About me

Hi! I am Xuan Ouyang (欧阳轩, pronounced as Shwan Oh-yang). I’m a senior in Integrated Science Program at Peking University, under the supervision of Jie Lin. I was an summer intern in Terence Hwa’s Lab at Department of Physics, U.C. San Diego. In addition, I will join Daniel Lew’s Lab from January to March 2024 as a research intern at Biology Department, MIT. I have broad research interests in quantatitve and system biology, genetics, and microbiology which originates from a rigorous integrative training offered by Intergrated Science Program, and broad research experiences at three extensive collaborative research institutes at Peking(CQB), UCSD(Physical Biology) and MIT(Biology).

Selected Research

Whole-genome sRNA-mediated gene expression regulations

Supervised by Matteo Mori and Terence Hwa

sRNA plays a central regulatory role in gene expression primarily by complementarily binding to induce co-degradation or alter mRNA spatial conformation, affecting mRNA stability or translation ability. By integrating the omics data across conditions including nutrient limitation, translation inhibition, and nutrient shift conditions with corresponding quantitative experiment results, I provided the landscape of by deciphering sRNA-mediated gene expression regulation from perspective of mRNA stability and translation ability. Below is the genome-wide sRNA-mediate gene expression map under carbon-limitation(by limiting the numbers of glucose transporters) condition.

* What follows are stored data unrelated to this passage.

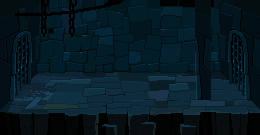
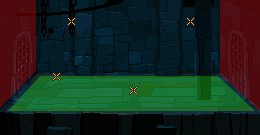
Layers edited between the first and the second (260, 135) image:
showed group "Areas" (10 layers) over left=0, top=0, right=260, bottom=111
showed "Columna 01" over left=69, top=0, right=97, bottom=76
showed "Columna 02" over left=153, top=0, right=185, bottom=77
showed "Piso 0001" over left=0, top=72, right=260, bottom=135
showed "Piso 0002" over left=0, top=72, right=260, bottom=135
showed "Piso 0003" over left=0, top=72, right=260, bottom=135
showed "Guarda Piso" over left=25, top=75, right=260, bottom=109

Revealing the Relations between Promoter Sequences Patterns and Gene Expression Levels

Supervised by Terence Hwa

Recent findings underscore basal expression levels, dictated by corresponding promoter strength, primarily determine gene expression levels–quantified by protein abundance, which means E. coli sets the gene expression level by evolutionarily organizing promoter strengths. In addition, The conservation of basal expression levels across diverse bacteria implies the feasibility of gene expression level prediction among species, provided their genomes are available. In this project, I deciphered this evolutionary strategy from the perspective of promoter sequences, a fundamental internal promoter property. I picked housekeeping sigma70 promoters as the primary system, and identified promoter sequence patterns dependent on and independent of promoter strength through sequence information entropy and nucleotide frequency analysis. Below is the patterns revealed in near-promoter regions. I highlight the regions with high information. 0 here is the transcription start site.

Mechanism of Accurate Division in E. coli and its Response to Hyperosmotic Shock

Supervised by Jie Lin

A remarkable feature of living cells is their ability to uphold a stable, environment-influenced cell size amidst internal temporal fluctuations and individual variations along with drastic changes in environmental factors like osmolarity and extracellular nutrients, while the strategy remains an open question. Focusing on the MinCDE system, which positions the division machinery spatiotemporally and is crucial for effective division in E. coli, I investigated the division strategy and dynamic adjustment under osmotic shock.